Research
Methodology
How we scanned 97,304 EU websites — sample source, scanner architecture, infrastructure, and limitations.
Scan Dataset
- Scan window: April 7–9, 2026
- URLs submitted: 114,748
- Successful scans: 97,304 (84.8%)
- Failed scans: 17,444 (site unreachable, TLS errors, timeouts)

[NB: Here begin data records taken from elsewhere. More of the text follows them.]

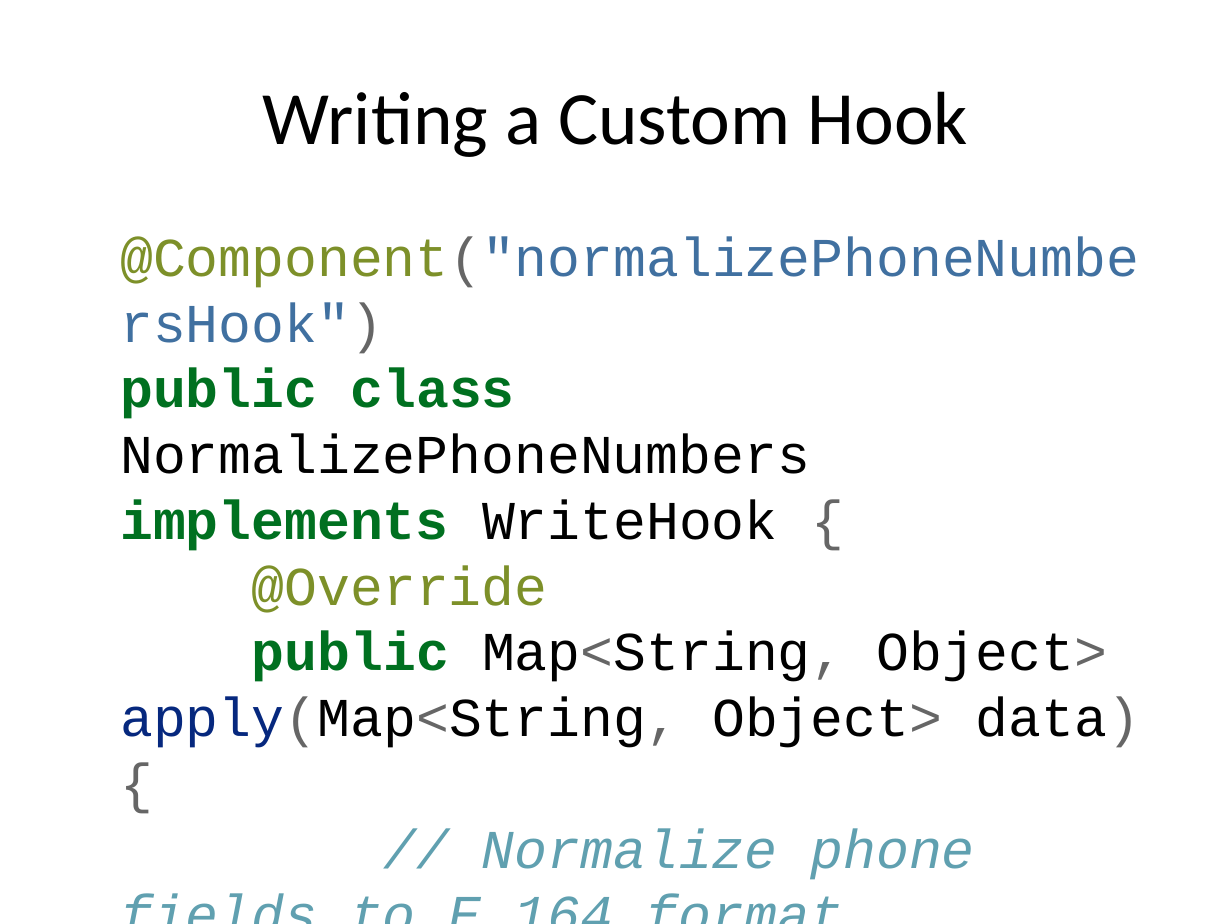
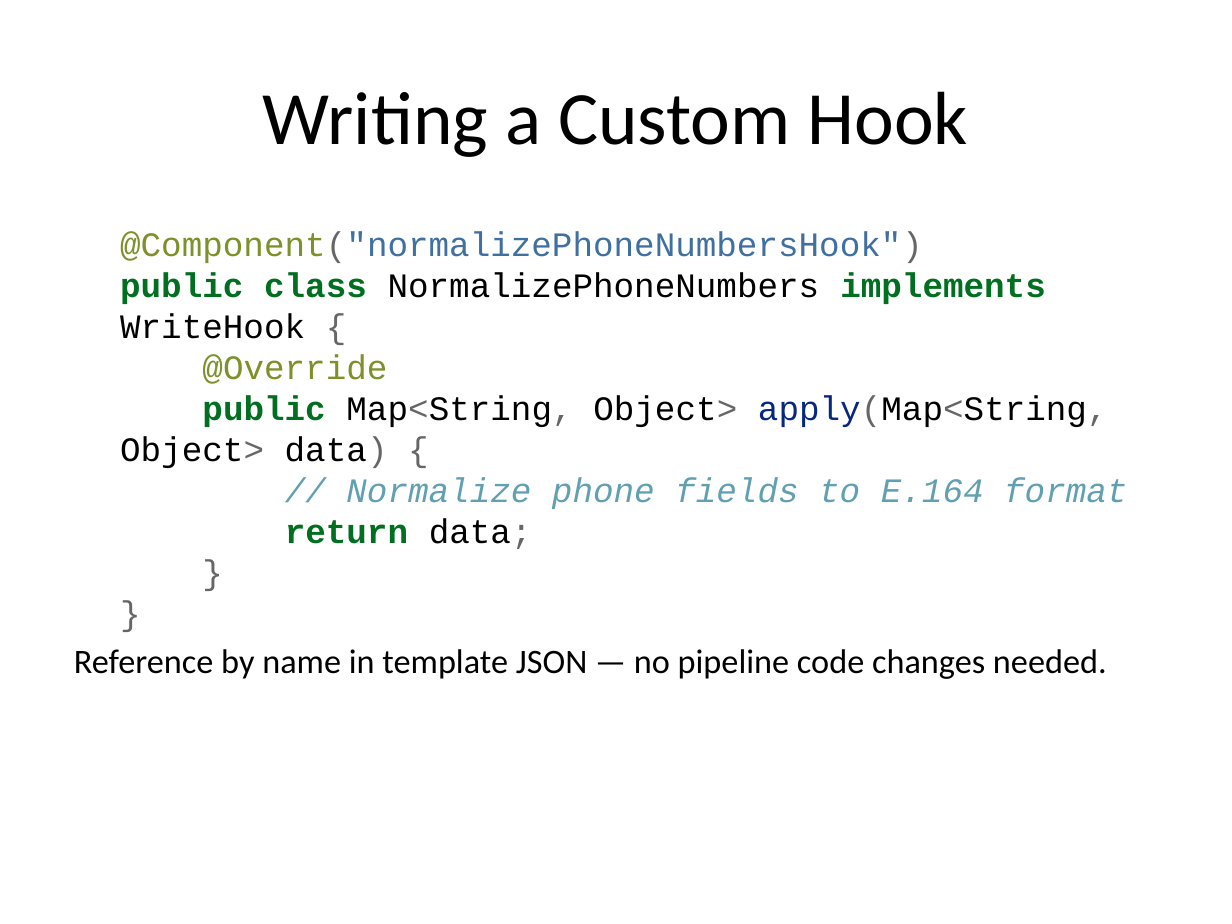
Before and after one commit to jphipps42/RJSF-POC, a slide deck: slide 17 of docs/TRANSFORMER_PIPELINE.pptx (slide 18 before the commit). Drawn at 1232x924 pixels with LibreOffice and Linux fonts; fonts in the diff are those of the drawing. Boxes give left, top, right and bottom in pixels: in the first picture for what was removed or moved away, otherwise in the second. Text is boxed around its words. In the diff, an @@ line names an element or a change of style, - is before the commit and + after.

```diff
--- a/docs/TRANSFORMER_PIPELINE.pptx
+++ b/docs/TRANSFORMER_PIPELINE.pptx
@@ text "@Component("normalizePhoneNumbersHook") public class Normali ..." at <box>74,231,1127,679</box>: size 32 to 20 pt; less space between paragraphs @@
```
Also in this commit, not shown: 8 other slides changed, 1 slide removed, 41 other files.

- EU countries covered: 25 (all EU member states with ccTLD presence in Tranco)
Sample Source
- Domain list: Tranco Top 1M (research-grade domain ranking, snapshot L7684)
- Selection method: Filtered by 25 EU country-code TLDs, round-robin by country to prevent large-market bias
- Country distribution: Germany 22,696 / France 8,463 / Netherlands 8,752 / Italy 8,598 / Poland 7,881 / Spain 4,735 + 19 other EU countries (full breakdown in the report)
Scanner
- Engine: Go-based scanner using headless Chromium via Chrome DevTools Protocol (CDP)
- Browser: Chromium (headless, sandboxed, clean profile per scan)
- Viewport: Desktop 1920×1080
- Scan location: Hetzner Cloud, Falkenstein, Germany (EU)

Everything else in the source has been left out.